Si no te muestras tal como eres será difícil que puedas sostener una marca personal sólida, coherente y atractiva. Sí, lo sé: Hoy cuesta mucho distinguirse en un mercado tan competitivo. Los medios online están al alcance de todos. Mucha gente cree que llenarse de masters y posgrados les garantizará el mejor trabajo. No es así.

Para impresionar a las empresas o a inversores debes hacerlo con tu auténtico YO, y no importa en qué formato, en una entrevista (en persona) en un business plan o CV (papel) o en Internet (online).
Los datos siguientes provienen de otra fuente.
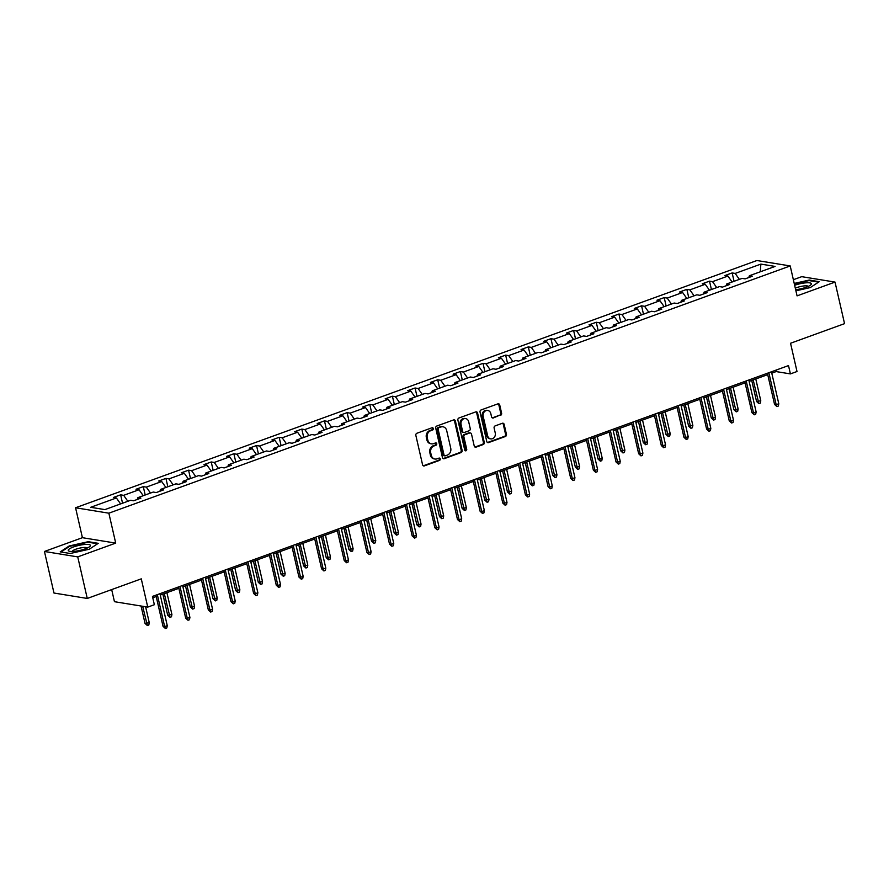 <?xml version="1.0" encoding="UTF-8"?>
<svg xmlns="http://www.w3.org/2000/svg" width="889" height="889" viewBox="0 0 889 889"><rect width="100%" height="100%" fill="white"/><g stroke="black" fill="none" stroke-linecap="round" stroke-linejoin="round"><path stroke-width="1.33" d="M433.299 428.531A1.2 1.022 99.3 0 0 432.043 427.753L416.897 433.254A1.722 1.467 99.3 0 0 415.852 435.399L422.575 464.769A1.722 1.467 99.3 0 0 424.375 465.892L439.522 460.391A1.2 1.022 99.3 0 0 438.999 458.113L437.032 458.824A5.501 4.689 99.3 0 1 434.954 459.024A5.501 4.689 99.3 0 1 431.276 455.257L430.721 452.801A5.501 4.689 99.3 0 1 434.088 445.922L436.043 445.211A1.2 1.022 99.3 0 0 435.521 442.933L433.554 443.644A5.501 4.689 99.3 0 1 431.476 443.844A5.501 4.689 99.3 0 1 427.798 440.077L427.242 437.632A5.501 4.689 99.3 0 1 430.609 430.754L432.565 430.043A1.2 1.022 99.3 0 0 433.299 428.531M431.476 443.844L430.576 443.7A5.501 4.689 99.3 0 1 426.898 439.933L426.342 437.477A5.501 4.689 99.3 0 1 429.709 430.609L431.665 429.898A1.2 1.022 99.3 0 0 432.032 427.765M423.286 465.792A1.722 1.467 99.3 0 0 423.475 465.736L438.621 460.246A1.2 1.022 99.3 0 0 438.977 458.113M434.954 459.024L434.054 458.88A5.501 4.689 99.3 0 1 430.376 455.101L429.82 452.657A5.501 4.689 99.3 0 1 433.187 445.778L435.143 445.067A1.2 1.022 99.3 0 0 435.499 442.933M87.266 598.453L53.973 593.03L44.45 551.469L77.743 556.892L87.266 598.453L141.273 578.85L147.752 607.109L154.353 604.72L152.452 596.408L788.51 365.59L790.41 373.902L797.011 371.513L790.543 343.254L844.55 323.652L835.027 282.091L801.734 276.668L793.366 279.702M500.551 415.352A1.722 1.467 99.3 0 0 501.607 413.207L499.718 404.962A1.722 1.467 99.3 0 0 497.918 403.85L481.105 409.951A1.722 1.467 99.3 0 0 480.049 412.107L486.772 441.477A1.722 1.467 99.3 0 0 488.572 442.589L505.397 436.488A1.722 1.467 99.3 0 0 506.441 434.343L504.163 424.386A1.722 1.467 99.3 0 0 502.363 423.275L495.173 425.887A1.722 1.467 99.3 0 0 494.117 428.031L495.251 432.965A4.601 3.923 99.3 0 1 490.695 438.888A4.601 3.923 99.3 0 1 487.628 435.732L483.194 416.396A4.601 3.923 99.3 0 1 487.75 410.474A4.601 3.923 99.3 0 1 490.817 413.629L491.561 416.852A1.722 1.467 99.3 0 0 493.351 417.963L499.651 415.207A1.722 1.467 99.3 0 0 500.707 413.063L498.818 404.817A1.722 1.467 99.3 0 0 498.107 403.795M77.743 556.892L115.714 543.112L108.858 513.186L790.21 265.944L797.066 295.87L835.027 282.091M455.401 421.053A1.722 1.467 99.3 0 0 453.601 419.93L436.777 426.042A1.722 1.467 99.3 0 0 435.732 428.187L442.455 457.557A1.722 1.467 99.3 0 0 444.256 458.668L461.069 452.568A1.722 1.467 99.3 0 0 462.124 450.423L455.401 421.053L454.501 420.908A1.722 1.467 99.3 0 0 453.779 419.886M458.946 417.997L475.759 411.896A1.722 1.467 99.3 0 1 477.56 413.007L484.283 442.378A1.722 1.467 99.3 0 1 483.227 444.533L476.037 447.145A1.722 1.467 99.3 0 1 474.237 446.022L471.503 434.11A1.722 1.467 99.3 0 0 469.714 432.999L464.936 434.732A1.722 1.467 99.3 0 0 463.88 436.877L466.725 449.278A1.2 1.022 99.3 0 1 464.725 450.012L457.891 420.141A1.722 1.467 99.3 0 1 458.946 417.997M748.76 277.557L749.383 275.746L752.405 276.235L745.138 278.868L742.126 278.379L726.735 283.958L729.747 284.458L722.49 287.091L719.479 286.591L704.088 292.181L707.099 292.67L699.843 295.304L696.832 294.815L681.441 300.393L684.452 300.893L677.196 303.527L674.184 303.038L658.793 308.616L661.805 309.105L654.548 311.739L651.526 311.25L636.146 316.84L639.158 317.329L631.901 319.962L628.879 319.473L613.488 325.052L616.51 325.541L609.243 328.185L606.231 327.685L590.841 333.275L593.863 333.764L586.596 336.398L583.584 335.909L568.193 341.487L571.205 341.987L563.948 344.621L560.937 344.132L545.546 349.71L548.557 350.199L541.301 352.833L538.289 352.344L522.899 357.934L525.91 358.423L518.654 361.056L515.642 360.567L500.251 366.146L503.263 366.635L496.006 369.268L492.984 368.779L477.604 374.369L480.616 374.858L473.359 377.492L470.337 377.003L454.946 382.581L457.968 383.081L450.701 385.715L447.689 385.215L432.298 390.804L435.321 391.293L428.054 393.927L425.042 393.438L409.651 399.028L412.663 399.517L405.406 402.15L402.395 401.661L387.004 407.24L390.015 407.729L382.759 410.362L379.747 409.873L364.357 415.463L367.368 415.952L360.112 418.586L357.1 418.097L341.709 423.675L344.721 424.175L337.464 426.809L334.453 426.309L319.062 431.898L322.074 432.387L314.817 435.021L311.795 434.532L296.404 440.122L299.426 440.611L292.17 443.244L289.147 442.755L273.756 448.334L276.779 448.823L269.511 451.456L266.5 450.967L251.109 456.557L254.121 457.046L246.864 459.68L243.853 459.191L228.462 464.769L231.473 465.269L224.217 467.903L221.205 467.403L205.815 472.992L208.826 473.481L201.57 476.115L198.558 475.626L183.167 481.216L186.179 481.705L178.922 484.338L175.911 483.849L160.52 489.428L163.532 489.917L156.275 492.55L153.252 492.062L137.873 497.651L140.884 498.14L133.628 500.774L130.605 500.285L104.913 509.608L90.689 507.297L116.392 497.962L113.37 497.473L120.637 494.84L123.649 495.329L139.04 489.75L136.028 489.261L143.285 486.627L146.296 487.116L161.687 481.527L158.675 481.038L165.932 478.404L168.943 478.893L184.334 473.315L181.323 472.815L188.579 470.181L191.591 470.681L206.981 465.091L203.97 464.603L211.226 461.969L214.249 462.458L229.629 456.868L226.617 456.379L233.874 453.746L236.896 454.235L252.287 448.656L249.264 448.167L256.521 445.533L259.544 446.022L274.934 440.433L271.912 439.944L279.179 437.31L282.191 437.799L297.582 432.221L294.57 431.721L301.827 429.087L304.838 429.587L320.229 423.997L317.217 423.508L324.474 420.875L327.485 421.364L342.876 415.774L339.865 415.285L347.121 412.652L350.133 413.141L365.523 407.562L362.512 407.073L369.768 404.439L372.78 404.928L388.171 399.339L385.159 398.85L392.416 396.216L395.438 396.705L410.829 391.127L407.807 390.627L415.063 387.993L418.086 388.493L433.476 382.903L430.454 382.414L437.721 379.781L440.733 380.27L456.124 374.68L453.101 374.191L460.369 371.558L463.38 372.047L478.771 366.468L475.759 365.979L483.016 363.345L486.027 363.834L501.418 358.245L498.407 357.756L505.663 355.122L508.675 355.611L524.066 350.033L521.054 349.533L528.31 346.899L531.322 347.399L546.713 341.809L543.701 341.32L550.958 338.687L553.98 339.176L569.36 333.586L566.349 333.097L573.605 330.464L576.628 330.952L592.018 325.374L588.996 324.885L596.263 322.251L599.275 322.74L614.666 317.151L611.643 316.662L618.911 314.028L621.922 314.517L637.313 308.939L634.302 308.45L641.558 305.805L644.569 306.305L659.96 300.715L656.949 300.226L664.205 297.593L667.217 298.082L682.608 292.503L679.596 292.003L686.853 289.37L689.864 289.858L705.255 284.28L702.243 283.791L709.5 281.157L712.522 281.646L727.902 276.057L724.891 275.568L732.147 272.934L735.17 273.423L760.862 264.1L775.086 266.422L749.383 275.746M108.858 513.186L75.565 507.763L756.917 260.521L790.21 265.944M732.114 282.013L727.902 276.057M716.734 287.592L712.522 281.646M726.113 285.769L726.735 283.958M709.466 290.225L705.255 284.28M694.076 295.815L689.864 289.858M703.466 293.992L704.088 292.181M686.819 298.448L682.608 292.503M671.428 304.027L667.217 298.082M680.818 302.204L681.441 300.393M664.172 306.661L659.96 300.715M648.781 312.25L644.569 306.305M658.171 310.428L658.793 308.616M641.525 314.884L637.313 308.939M626.134 320.473L621.922 314.517M635.524 318.651L636.146 316.84M618.877 323.107L614.666 317.151M603.487 328.686L599.275 322.74M612.877 326.863L613.488 325.052M596.23 331.319L592.018 325.374M580.839 336.909L576.628 330.952M590.218 335.086L590.841 333.275M573.572 339.542L569.36 333.586M558.192 345.121L553.98 339.176M567.571 343.298L568.193 341.487M550.924 347.755L546.713 341.809M535.534 353.344L531.322 347.399M544.924 351.522L545.546 349.71M528.277 355.978L524.066 350.033M512.886 361.556L508.675 355.611M522.276 359.745L522.899 357.934M505.63 364.201L501.418 358.245M490.239 369.78L486.027 363.834M499.629 367.957L500.251 366.146M482.983 372.413L478.771 366.468M467.592 378.003L463.38 372.047M476.982 376.18L477.604 374.369M460.335 380.636L456.124 374.68M444.945 386.215L440.733 380.27M454.335 384.392L454.946 382.581M437.688 388.849L433.476 382.903M422.297 394.438L418.086 388.493M431.687 392.616L432.298 390.804M415.03 397.072L410.829 391.127M399.65 402.65L395.438 396.705M409.029 400.839L409.651 399.028M392.382 405.284L388.171 399.339M376.992 410.874L372.78 404.928M386.382 409.051L387.004 407.24M369.735 413.507L365.523 407.562M354.344 419.097L350.133 413.141M363.734 417.274L364.357 415.463M347.088 421.73L342.876 415.774M331.697 427.309L327.485 421.364M341.087 425.487L341.709 423.675M324.441 429.943L320.229 423.997M309.05 435.532L304.838 429.587M318.44 433.71L319.062 431.898M301.793 438.166L297.582 432.221M286.402 443.744L282.191 437.799M295.793 441.922L296.404 440.122M279.146 446.378L274.934 440.433M263.755 451.968L259.544 446.022M273.145 450.145L273.756 448.334M256.488 454.601L252.287 448.656M241.108 460.191L236.896 454.235M250.487 458.368L251.109 456.557M233.84 462.825L229.629 456.868M218.45 468.403L214.249 462.458M227.84 466.581L228.462 464.769M211.193 471.037L206.981 465.091M195.802 476.626L191.591 470.681M205.192 474.804L205.815 472.992M188.546 479.26L184.334 473.315M173.155 484.838L168.943 478.893M182.545 483.016L183.167 481.216M165.899 487.472L161.687 481.527M150.508 493.062L146.296 487.116M159.898 491.239L160.52 489.428M143.251 495.695L139.04 489.75M127.86 501.285L123.649 495.329M137.25 499.462L137.873 497.651M120.604 503.919L116.392 497.962M111.681 589.596L114.448 601.686L147.752 607.109M115.714 543.112L82.41 537.689L44.45 551.469M82.41 537.689L75.565 507.763M771.785 373.169L776.141 371.58L790.41 373.902M152.764 597.797L156.208 596.541M160.264 595.074L178.856 588.329M182.912 586.851L201.503 580.106M205.559 578.639L224.161 571.883M228.206 570.416L246.809 563.67M250.854 562.192L269.456 555.447M273.512 553.98L292.103 547.235M296.159 545.757L314.75 539.012M318.807 537.545L337.398 530.789M341.454 529.322L360.045 522.576M364.101 521.098L382.703 514.353M386.748 512.886L405.351 506.141M409.396 504.663L427.998 497.918M432.054 496.451L450.645 489.695M454.701 488.228L473.292 481.482M477.349 480.016L495.94 473.259M499.996 471.792L518.587 465.047M522.643 463.569L541.245 456.824M545.29 455.357L563.893 448.601M567.938 447.134L586.54 440.388M590.596 438.922L609.187 432.165M613.243 430.698L631.835 423.953M635.891 422.475L654.482 415.73M658.538 414.263L677.129 407.518M681.185 406.04L699.787 399.294M703.832 397.828L722.435 391.071M726.48 389.604L745.082 382.859M749.138 381.381L767.729 374.636M775.83 370.191L776.141 371.58M739.381 279.379L735.17 273.423M760.862 264.1L760.306 271.778M122.549 503.207L120.637 494.84M145.196 494.984L143.285 486.627M167.843 486.772L165.932 478.404M190.49 478.549L188.579 470.181M213.149 470.337L211.226 461.969M235.796 462.113L233.874 453.746M258.443 453.89L256.521 445.533M281.091 445.678L279.179 437.31M303.738 437.455L301.827 429.087M326.385 429.243L324.474 420.875M349.033 421.019L347.121 412.652M371.691 412.796L369.768 404.439M394.338 404.584L392.416 396.216M416.985 396.361L415.063 387.993M439.633 388.149L437.721 379.781M462.28 379.925L460.369 371.558M484.927 371.702L483.016 363.345M507.575 363.49L505.663 355.122M530.233 355.267L528.31 346.899M552.88 347.054L550.958 338.687M575.527 338.831L573.605 330.464M598.175 330.608L596.263 322.251M620.822 322.396L618.911 314.028M643.469 314.173L641.558 305.805M666.117 305.96L664.205 297.593M688.775 297.737L686.853 289.37M711.422 289.525L709.5 281.157M734.07 281.302L732.147 272.934M88.244 541.69L69.22 545.957L60.219 551.858L70.253 553.491L89.278 549.224L98.268 543.323L88.244 541.69L88.378 542.268M795.911 290.814L810.257 287.592L819.258 281.691L809.234 280.057L794.221 283.435M443.167 458.58A1.722 1.467 99.3 0 0 443.355 458.524L460.169 452.423A1.722 1.467 99.3 0 0 461.224 450.279L454.501 420.908M438.877 427.753A1.2 1.022 99.3 0 0 438.133 429.254L444.044 455.035A1.2 1.022 99.3 0 0 445.3 455.824L447.367 455.068A5.501 4.689 99.3 0 0 450.734 448.189L446.689 430.565A5.501 4.689 99.3 0 0 443.022 426.798A5.501 4.689 99.3 0 0 440.933 426.998L437.977 427.609A1.2 1.022 99.3 0 0 437.232 429.109L438.133 429.254M444.844 455.868L443.944 455.713A1.2 1.022 99.3 0 1 443.144 454.89L437.232 429.109M443.022 426.798L442.122 426.653A5.501 4.689 99.3 0 0 440.044 426.853L440.933 426.998M437.977 427.609L440.044 426.853M474.948 447.045A1.722 1.467 99.3 0 0 475.137 446.989L482.327 444.378A1.722 1.467 99.3 0 0 483.383 442.233L476.66 412.863A1.722 1.467 99.3 0 0 475.948 411.84M470.359 432.932L469.459 432.787A1.722 1.467 99.3 0 0 468.814 432.854L464.036 434.588A1.722 1.467 99.3 0 0 462.98 436.732L465.825 449.134L466.725 449.278M465.103 450.634A1.2 1.022 99.3 0 0 465.825 449.134M468.681 421.753A4.601 3.923 99.3 0 0 465.603 418.597A4.601 3.923 99.3 0 0 461.058 424.52L462.613 431.332A1.722 1.467 99.3 0 0 464.414 432.443L469.181 430.721A1.722 1.467 99.3 0 0 470.237 428.565L468.681 421.753M465.603 418.597L464.703 418.452A4.601 3.923 99.3 0 0 460.158 424.375L461.058 424.52M463.758 432.51L462.858 432.365A1.722 1.467 99.3 0 1 461.713 431.187L460.158 424.375M492.273 417.874A1.722 1.467 99.3 0 0 492.45 417.819L499.651 415.207M487.75 410.474L486.85 410.329A4.601 3.923 99.3 0 0 482.294 416.252L483.194 416.396M490.695 438.888L489.795 438.744A4.601 3.923 99.3 0 1 486.728 435.588L482.294 416.252M487.494 442.5A1.722 1.467 99.3 0 0 487.672 442.444L504.496 436.343A1.722 1.467 99.3 0 0 505.541 434.188L503.263 424.242A1.722 1.467 99.3 0 0 502.552 423.22M69.342 546.513L69.22 545.957M809.357 280.635L809.234 280.057M149.263 622.711L148.819 625.023L147.363 625.545L145.029 623.389L149.263 622.711L145.618 606.765M147.363 625.545L142.673 606.287M145.029 623.389L141.051 606.02M155.897 595.152L163.031 626.323L164.654 626.589L157.331 594.63M167.265 625.645L166.821 627.956L165.365 628.479L164.654 626.589L167.265 625.645L159.942 593.685M165.365 628.479L163.031 626.323M171.91 614.488L171.466 616.799L170.021 617.333L167.677 615.177L171.91 614.488L166.91 592.663M170.021 617.333L164.298 593.608M167.677 615.177L162.865 594.13M194.569 606.276L194.113 608.587L192.669 609.109L190.335 606.954L194.569 606.276L189.568 584.44M192.669 609.109L186.946 585.384M190.335 606.954L185.512 585.907M178.545 586.94L185.679 618.111L187.301 618.366L179.978 586.418M189.913 617.422L189.468 619.733L188.012 620.266L187.301 618.366L189.913 617.422L182.589 585.462M188.012 620.266L185.679 618.111M201.192 578.717L208.326 609.887L209.948 610.154L202.625 578.194M212.56 609.198L212.115 611.521L210.66 612.043L209.948 610.154L212.56 609.198L205.248 577.25M210.66 612.043L208.326 609.887M68.231 550.413A11.379 2.556 -12.9 0 0 69.386 551.247A11.379 2.556 -12.9 0 0 79.888 550.413A11.379 2.556 -12.9 0 0 89.722 546.591A11.379 2.556 -12.9 0 0 90.422 545.435A11.379 2.556 -12.9 0 0 78.977 545.39A11.379 2.556 -12.9 0 0 68.231 550.413M60.997 551.991L69.609 546.346L88.044 542.212L97.601 543.768M87.3 548.013A7.79 1.745 -12.9 0 0 79.388 548.191A7.79 1.745 -12.9 0 0 72.176 551.48M795.644 289.681A11.379 2.556 -12.9 0 0 810.701 284.958A11.379 2.556 -12.9 0 0 811.413 283.802A11.379 2.556 -12.9 0 0 794.644 285.28M794.322 283.88L809.023 280.58L818.591 282.135M808.29 286.38A7.79 1.745 -12.9 0 0 803.123 286.047A7.79 1.745 -12.9 0 0 795.311 288.203M217.216 598.053L216.772 600.364L215.316 600.897L212.982 598.741L217.216 598.053L212.215 576.216M215.316 600.897L209.604 577.172M212.982 598.741L208.159 577.694M223.839 570.505L230.973 601.664L232.596 601.931L225.284 569.982M235.207 600.986L234.763 603.298L233.318 603.82L232.596 601.931L235.207 600.986L227.895 569.027M233.318 603.82L230.973 601.664M239.863 589.829L239.419 592.152L237.963 592.674L235.629 590.518L239.863 589.829L234.863 568.004M237.963 592.674L232.251 568.949M235.629 590.518L230.807 569.471M246.486 562.281L253.632 593.452L255.243 593.719L247.931 561.759M257.854 592.763L257.41 595.074L255.965 595.608L255.243 593.719L257.854 592.763L250.542 560.815M255.965 595.608L253.632 593.452M262.511 581.617L262.066 583.929L260.61 584.451L258.277 582.295L262.511 581.617L257.51 559.781M260.61 584.451L254.899 560.737M258.277 582.295L253.454 561.259M269.134 554.058L276.279 585.229L277.89 585.495L270.578 553.536M280.513 584.551L280.068 586.862L278.613 587.385L277.89 585.495L280.513 584.551L273.19 552.591M278.613 587.385L276.279 585.229M285.158 573.394L284.713 575.705L283.258 576.239L280.924 574.083L285.158 573.394L280.157 551.569M283.258 576.239L277.546 552.514M280.924 574.083L276.101 553.036M291.781 545.846L298.926 577.017L300.549 577.272L293.226 545.324M303.16 576.328L302.716 578.639L301.26 579.172L300.549 577.272L303.16 576.328L295.837 544.368M301.26 579.172L298.926 577.017M307.805 565.182L307.361 567.493L305.905 568.015L303.571 565.86L307.805 565.182L302.805 543.346M305.905 568.015L300.193 544.29M303.571 565.86L298.76 544.813M314.439 537.623L321.574 568.793L323.196 569.06L315.873 537.1M325.807 568.115L325.363 570.427L323.907 570.949L323.196 569.06L325.807 568.115L318.484 536.156M323.907 570.949L321.574 568.793M330.452 556.959L330.008 559.27L328.563 559.803L326.219 557.647L330.452 556.959L325.452 535.122M328.563 559.803L322.84 536.078M326.219 557.647L321.407 536.6M337.087 529.411L344.221 560.581L345.843 560.837L338.52 528.888M348.455 559.892L348.01 562.204L346.554 562.726L345.843 560.837L348.455 559.892L341.132 527.933M346.554 562.726L344.221 560.581M353.111 548.735L352.655 551.058L351.211 551.58L348.877 549.424L353.111 548.735L348.11 526.91M351.211 551.58L345.488 527.855M348.877 549.424L344.054 528.377M359.734 521.187L366.868 552.358L368.491 552.625L361.167 520.665M371.102 551.669L370.657 553.98L369.202 554.514L368.491 552.625L371.102 551.669L363.79 519.721M369.202 554.514L366.868 552.358M375.758 540.523L375.314 542.835L373.858 543.357L371.524 541.201L375.758 540.523L370.757 518.687M373.858 543.357L368.146 519.643M371.524 541.201L366.701 520.165M382.381 512.964L389.515 544.135L391.138 544.401L383.826 512.442M393.749 543.457L393.305 545.768L391.86 546.291L391.138 544.401L393.749 543.457L386.437 511.497M391.86 546.291L389.515 544.135M398.405 532.3L397.961 534.611L396.505 535.145L394.171 532.989L398.405 532.3L393.405 510.475M396.505 535.145L390.793 511.419M394.171 532.989L389.349 511.942M405.028 504.752L412.174 535.923L413.785 536.178L406.473 504.23M416.396 535.234L415.952 537.545L414.507 538.078L413.785 536.178L416.396 535.234L409.084 503.274M414.507 538.078L412.174 535.923M421.053 524.088L420.608 526.399L419.152 526.921L416.819 524.766L421.053 524.088L416.052 502.252M419.152 526.921L413.441 503.196M416.819 524.766L411.996 503.719M427.676 496.529L434.821 527.699L436.432 527.966L429.12 496.006M439.055 527.021L438.599 529.333L437.155 529.855L436.432 527.966L439.055 527.021L431.732 495.062M437.155 529.855L434.821 527.699M443.7 515.864L443.255 518.176L441.8 518.709L439.466 516.553L443.7 515.864L438.699 494.04M441.8 518.709L436.088 494.984M439.466 516.553L434.643 495.506M450.323 488.317L457.468 519.487L459.091 519.743L451.768 487.794M461.702 518.798L461.258 521.11L459.802 521.643L459.091 519.743L461.702 518.798L454.379 486.839M459.802 521.643L457.468 519.487M466.347 507.652L465.903 509.964L464.447 510.486L462.113 508.33L466.347 507.652L461.347 485.816M464.447 510.486L458.735 486.761M462.113 508.33L457.302 487.283M472.981 480.093L480.116 511.264L481.738 511.531L474.415 479.571M484.349 510.575L483.905 512.897L482.449 513.42L481.738 511.531L484.349 510.575L477.026 478.626M482.449 513.42L480.116 511.264M488.994 499.429L488.55 501.74L487.105 502.263L484.761 500.118L488.994 499.429L483.994 477.593M487.105 502.263L481.382 478.549M484.761 500.118L479.949 479.071M495.629 471.87L502.763 503.041L504.385 503.307L497.062 471.348M506.997 502.363L506.552 504.674L505.096 505.196L504.385 503.307L506.997 502.363L499.674 470.403M505.096 505.196L502.763 503.041M511.642 491.206L511.197 493.517L509.753 494.051L507.419 491.895L511.642 491.206L506.652 469.381M509.753 494.051L504.03 470.325M507.419 491.895L502.596 470.848M518.276 463.658L525.41 494.829L527.033 495.095L519.709 463.136M529.644 494.14L529.199 496.451L527.744 496.984L527.033 495.095L529.644 494.14L522.332 462.18M527.744 496.984L525.41 494.829M534.3 482.994L533.856 485.305L532.4 485.827L530.066 483.672L534.3 482.994L529.299 461.158M532.4 485.827L526.677 462.102M530.066 483.672L525.243 462.624M540.923 455.435L548.057 486.605L549.68 486.872L542.357 454.912M552.291 485.927L551.847 488.239L550.402 488.761L549.68 486.872L552.291 485.927L544.979 453.968M550.402 488.761L548.057 486.605M556.947 474.77L556.503 477.082L555.047 477.615L552.714 475.459L556.947 474.77L551.947 452.946M555.047 477.615L549.335 453.89M552.714 475.459L547.891 454.412M563.57 447.223L570.705 478.393L572.327 478.649L565.015 446.7M574.939 477.704L574.494 480.016L573.049 480.549L572.327 478.649L574.939 477.704L567.627 445.745M573.049 480.549L570.705 478.393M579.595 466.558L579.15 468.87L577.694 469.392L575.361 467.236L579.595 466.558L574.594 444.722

Hoy, mantener la línea no va de nutrición, va de coherencia

La coherencia es clave: No puedes mostrar un YO distinto en una cafetería, en Twitter o en ese papel que algunos se empeñan en seguir pidiendo que se llama CV. Si quieres adoptar un rol distinto al profesional, puedes hacerlo, no hay problema. Pienso que nuestras acciones y nuestros valores hablan más de nosotros que los pomposos títulos que nos ponemos en Linkedin o en un CV.

Tu vida importa, tu marca importa

Tu marca es tu reputación, tu tarjeta de visita. Es lo que dejas en la mente de los demás y la experiencia que les provees. Es explicar tu por qué, tu cómo y tu qué.

Tu marca la potencias trasladando una propuesta de valor y una experiencia a aquellas personas con las que interactúas y que pueden abrirte la puerta a un universo de oportunidades. Negar tu personalidad, tu ADN de marca, a tu mensaje principal es NO mostrarte como eres, es enseñar un máscara de ti, un perfil Matrix.

Estamos hechos de triunfos y fracasos, esa es nuestra fuerza

Me impactó película La llegada (The arribal), una joya reciente de obligada visión. No explicaré de qué va para no romper la magia, pero me llamó la atención una pregunta poderosa: Si pudieras hacerlo, ¿cambiarías algo de tu vida anterior?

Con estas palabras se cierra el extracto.